There's a lot more to aligning a lathe than I've posted here, I didn't even mention what to do with shims or jacking bolts, scraping ect. if your headstock is missaligned with the lathe ways, but this is getting long enough. Obviously when your getting down to .000? tollerances then EVERYTHING you do has a effect somewhere. If your next part you want to machine on the lathe is a harder material, Different material, Larger depth of cut ect. Then this can and will show up to greater or lesser extent when trying to turn truly parallel. The bench the lathe is bolted to, Method of bolting it down as mentioned by Chris, How to let the lathe compensate for temperature fluctuations ect,ect,ect. Needs to be addressed too. This is why I started this thread because it's a lot more complicated than a lot of people think. Is it nessisary to align a lathe to .000? tollerance? Only the user can make up their own mind about that.

Oh yeah, I forgot to add that I think it's a good idea to test any lathe. If you don't test it then you don't really know just what your actually able to achieve as far as tollerances for any machined part.

Pete


----------



## pete (Jan 17, 2011)

Hm-mm, Over 450 views and nobody wants to add to this. I was hoping I could learn something too. Will have to check this thread when I get back from work in a couple of weeks.

Pete


----------



## ttrikalin (Jan 17, 2011)

Pete,
Most times I use the shave the bar method, as you describe above. 
But a very neat alternative is Rollie's dad method. A lot written on it, so I give links.
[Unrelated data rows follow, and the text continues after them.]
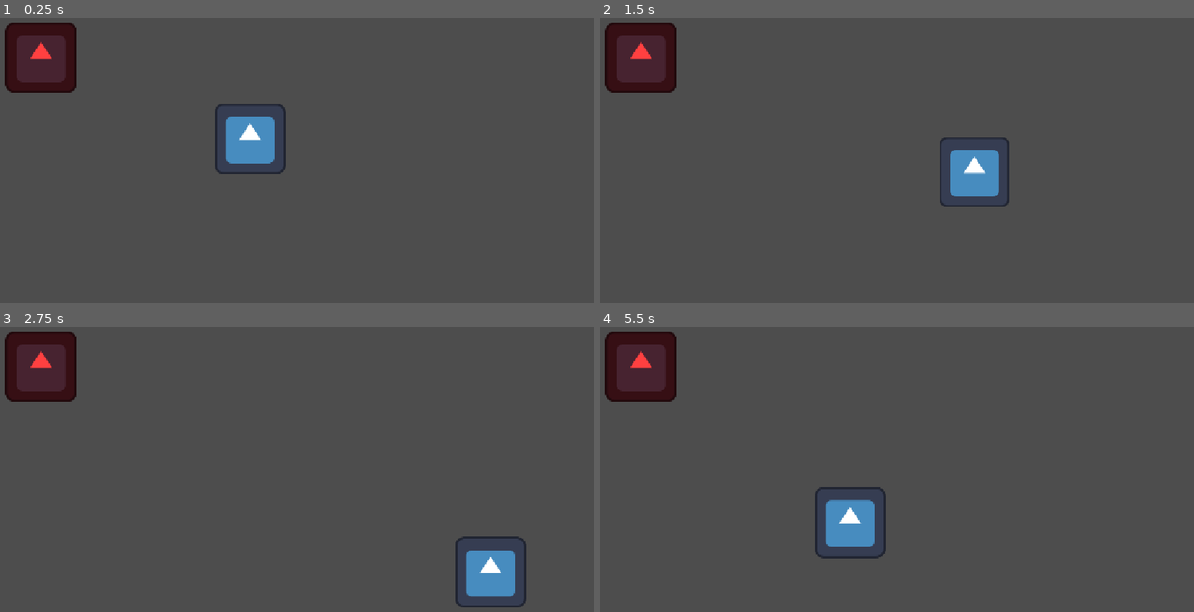
Above: before the commit, frames 1-4 (two rows, left to right).
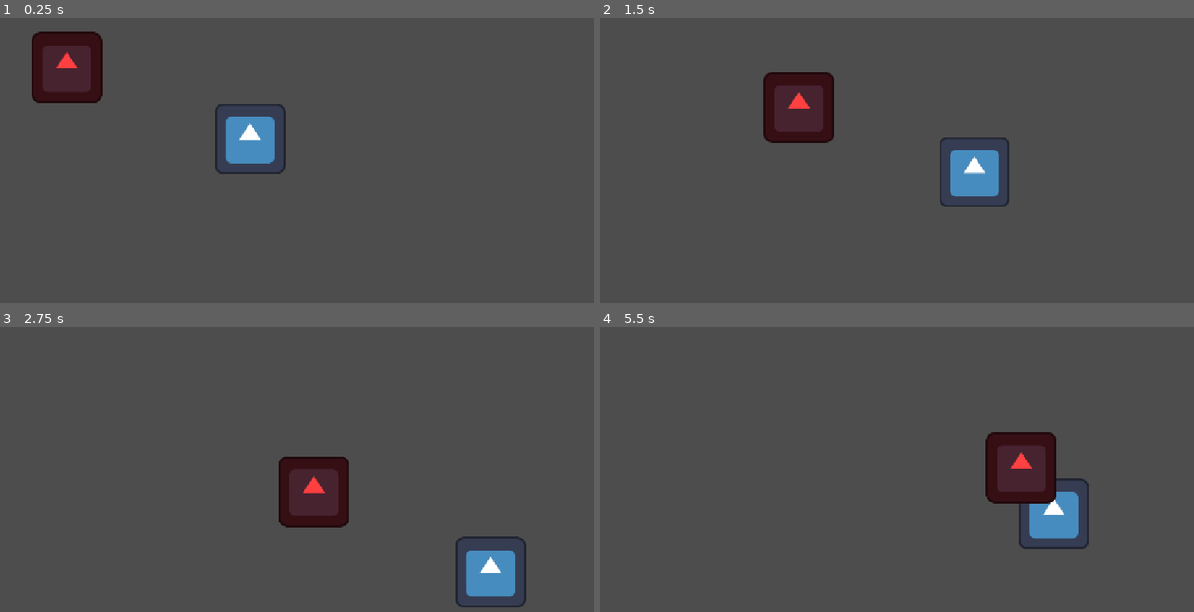
Above: after the commit, the same moments.

Repository: NxtCreator/little-archery
Game: Godot game, scene res://scenes/main.tscn
The game is run twice, just before and just after one commit, with the same random seed, the same clock (stepped at 60 frames per second) and the same inputs. The engine's default icon, where the game draws it, is replaced by a stand-in: a white triangle on a blue panel in a dark square.
Inputs (mouse positions are in pixels of both pictures, inside the frame that each line leads up to):
- Up to frame 1 (0.25 s): no input
- Up to frame 2 (1.5 s): tap Enter at 0.5 s; move the mouse to (1015, 137) at 0.52 s; hold D (move_right) 0.53-1.28 s; tap Alt at 0.6 s; click (1015, 137) at 0.67 s; move the mouse to (748, 171) at 1.27 s; hold S (move_down) from 1.28 s (still down); tap Shift at 1.35 s
- Up to frame 3 (2.75 s): move the mouse to (338, 384) at 2.02 s; release S (move_down) at 2.03 s; hold D (move_right) from 2.03 s (still down); tap Alt at 2.1 s
- Up to frame 4 (5.5 s): move the mouse to (843, 535) at 2.77 s; release D (move_right) at 2.78 s; hold W (move_up) 2.78-3.53 s; tap Shift at 2.85, 4.35 s; click (843, 535) at 2.92 s; move the mouse to (1069, 517) at 3.52 s; hold A (move_left) 3.53-5.03 s; tap Alt at 3.6, 5.1 s; move the mouse to (683, 409) at 4.27 s; move the mouse to (908, 463) at 5.02 s; hold S (move_down) from 5.03 s (still down); click (908, 463) at 5.17 s

The runs differ from the first frame. In frame 1, 3.6% of the frame differs, in the area x 0-18%, y 1-30%; in frame 2, 5.9%; in frame 3, 5.8%; in frame 4, 9.1%, in the area x 0-83%, y 1-82%.

Commit message:
Make the enemy chase the player at exported speed using direction_to

Diff:
--- a/scenes/enemy.gd
+++ b/scenes/enemy.gd
@@ -1,8 +1,11 @@
 extends CharacterBody2D
+@export var speed = 200
 
 func _ready() -> void:
 	pass
 
-func _physics_process(delta: float) -> void:
+func _physics_process(_delta: float) -> void:
 	var player = get_tree().get_first_node_in_group("player")
-	print(player.global_position)
+	var direction = global_position.direction_to(player.global_position)
+	velocity = direction * speed
+	move_and_slide()

igor.chudov.com/manuals/Rollies-Dads-Method-of-Lathe-Alignment.pdf

And if you like video

[ame]www.youtube.com/watch?v=ZaIuHNFIFNw[/ame]


Take care, 

tom in MA


----------



## lazylathe (Jan 17, 2011)

There is a lot of info in this post for me to try and digest!
I hope there is more to come!

A lot to contemplate and figure out.

I can see the ladder in the distance but i am so far from the first rung it is not even funny! ;D

Andrew


----------



## Blogwitch (Jan 18, 2011)

When I refurbed my old Myford ML2 or 3, it was just a matter of slackening the head hold down bolts, and gently tapping the head into correct alignment.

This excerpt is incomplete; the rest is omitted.